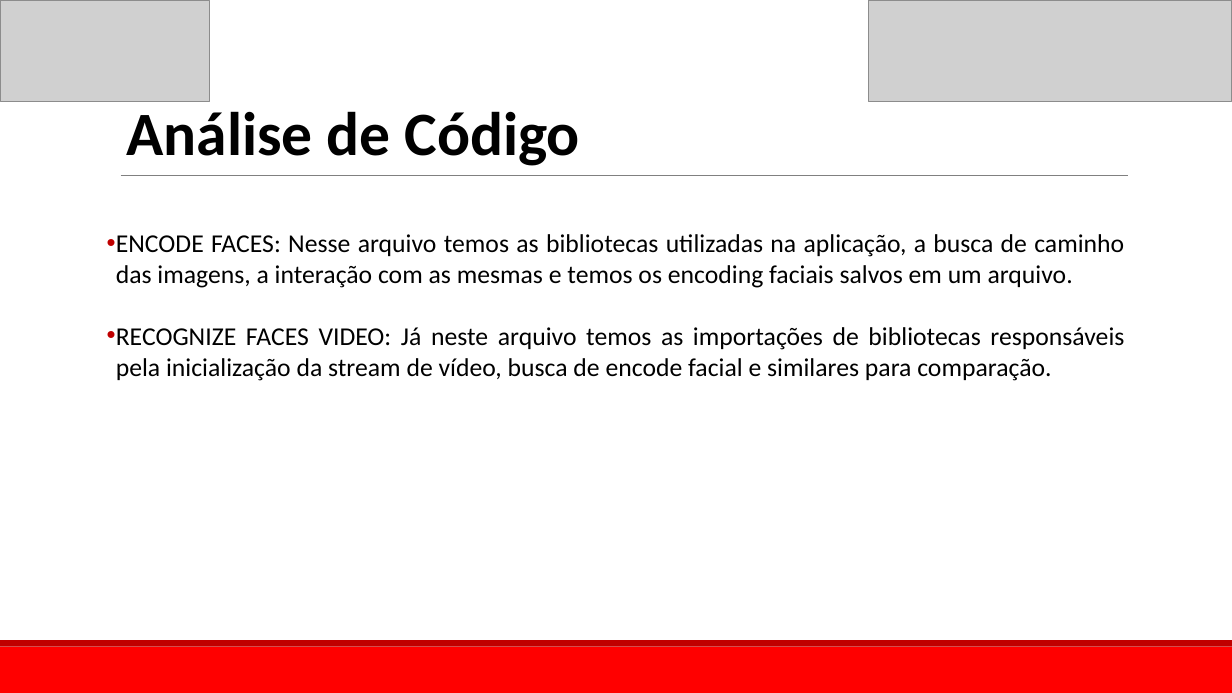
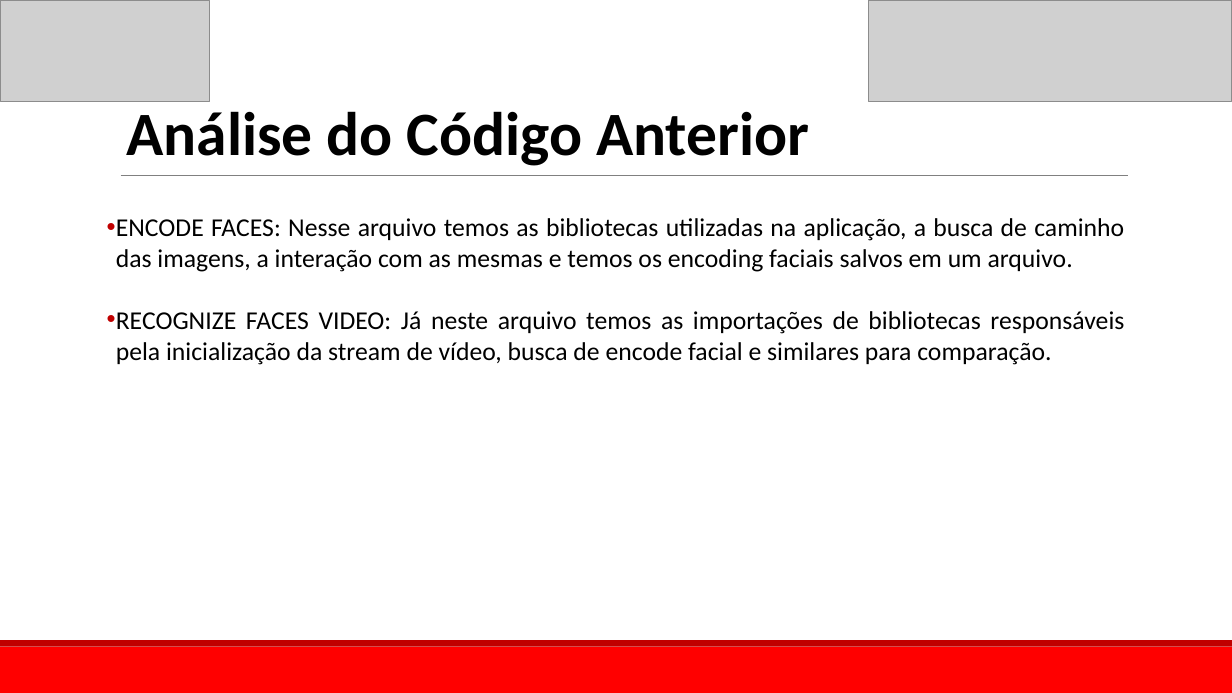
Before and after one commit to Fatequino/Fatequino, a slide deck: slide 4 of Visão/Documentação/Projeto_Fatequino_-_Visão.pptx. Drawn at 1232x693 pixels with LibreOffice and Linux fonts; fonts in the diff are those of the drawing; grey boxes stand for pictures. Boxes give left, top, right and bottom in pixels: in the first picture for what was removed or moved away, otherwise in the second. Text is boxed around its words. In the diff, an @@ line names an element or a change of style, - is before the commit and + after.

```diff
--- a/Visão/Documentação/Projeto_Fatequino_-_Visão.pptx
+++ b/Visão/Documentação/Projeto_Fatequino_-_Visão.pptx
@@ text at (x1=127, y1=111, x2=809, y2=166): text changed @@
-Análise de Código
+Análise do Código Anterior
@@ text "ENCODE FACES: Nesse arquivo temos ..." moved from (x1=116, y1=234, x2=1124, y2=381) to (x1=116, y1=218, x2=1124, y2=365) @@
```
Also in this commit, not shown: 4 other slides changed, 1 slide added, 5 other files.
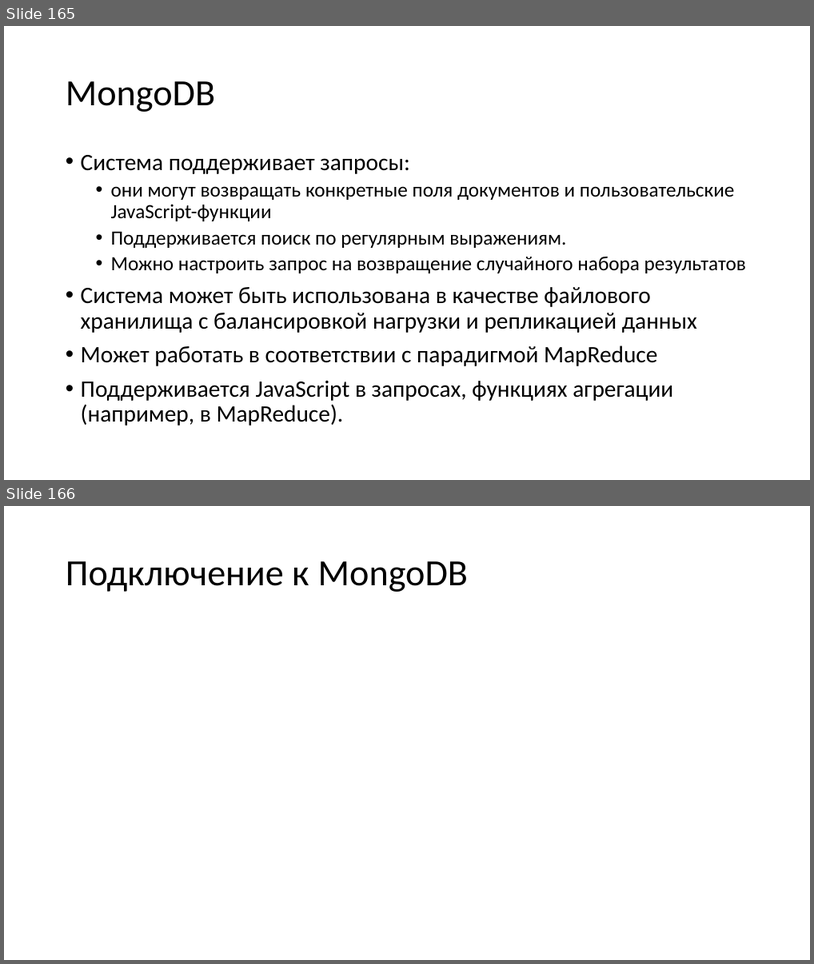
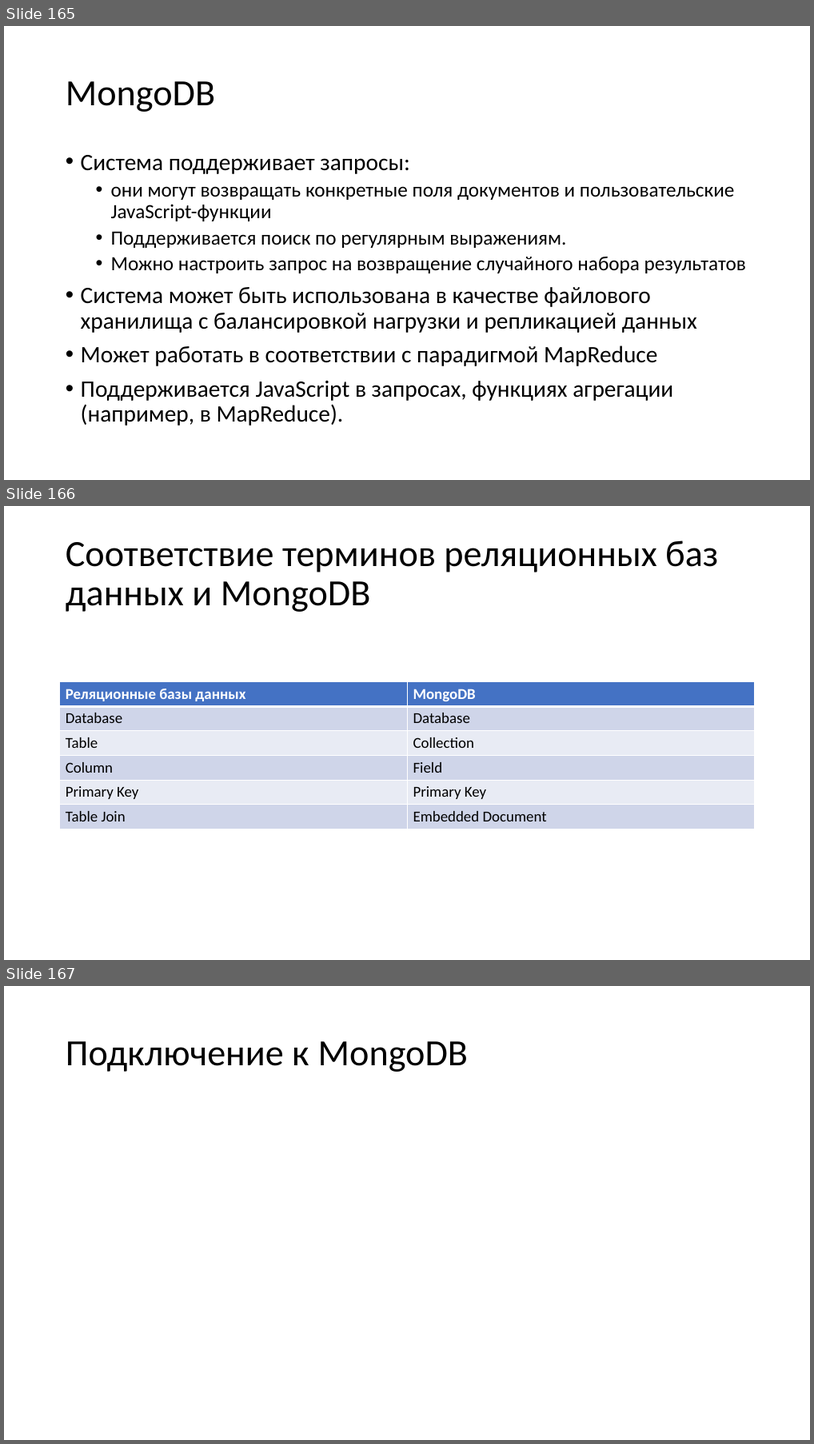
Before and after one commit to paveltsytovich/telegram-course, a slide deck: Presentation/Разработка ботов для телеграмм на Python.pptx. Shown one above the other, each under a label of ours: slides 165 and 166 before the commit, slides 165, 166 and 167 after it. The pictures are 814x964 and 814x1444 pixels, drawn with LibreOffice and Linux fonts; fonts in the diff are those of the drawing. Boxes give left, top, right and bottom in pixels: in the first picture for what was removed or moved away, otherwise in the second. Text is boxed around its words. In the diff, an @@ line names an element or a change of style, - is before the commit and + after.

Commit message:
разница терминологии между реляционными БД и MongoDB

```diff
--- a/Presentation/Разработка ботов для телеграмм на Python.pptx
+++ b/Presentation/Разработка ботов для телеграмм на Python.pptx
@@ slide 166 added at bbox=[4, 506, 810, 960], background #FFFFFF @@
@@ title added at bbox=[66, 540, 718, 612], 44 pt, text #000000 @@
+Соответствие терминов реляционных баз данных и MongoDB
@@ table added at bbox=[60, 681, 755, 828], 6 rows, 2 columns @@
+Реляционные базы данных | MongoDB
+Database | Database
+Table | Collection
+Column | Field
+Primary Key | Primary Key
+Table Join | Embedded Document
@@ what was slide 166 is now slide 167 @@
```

******************************

The task =
In the listing, count the lines that contain the word "Código", then give the number and nothing more.

Completed exercise =
2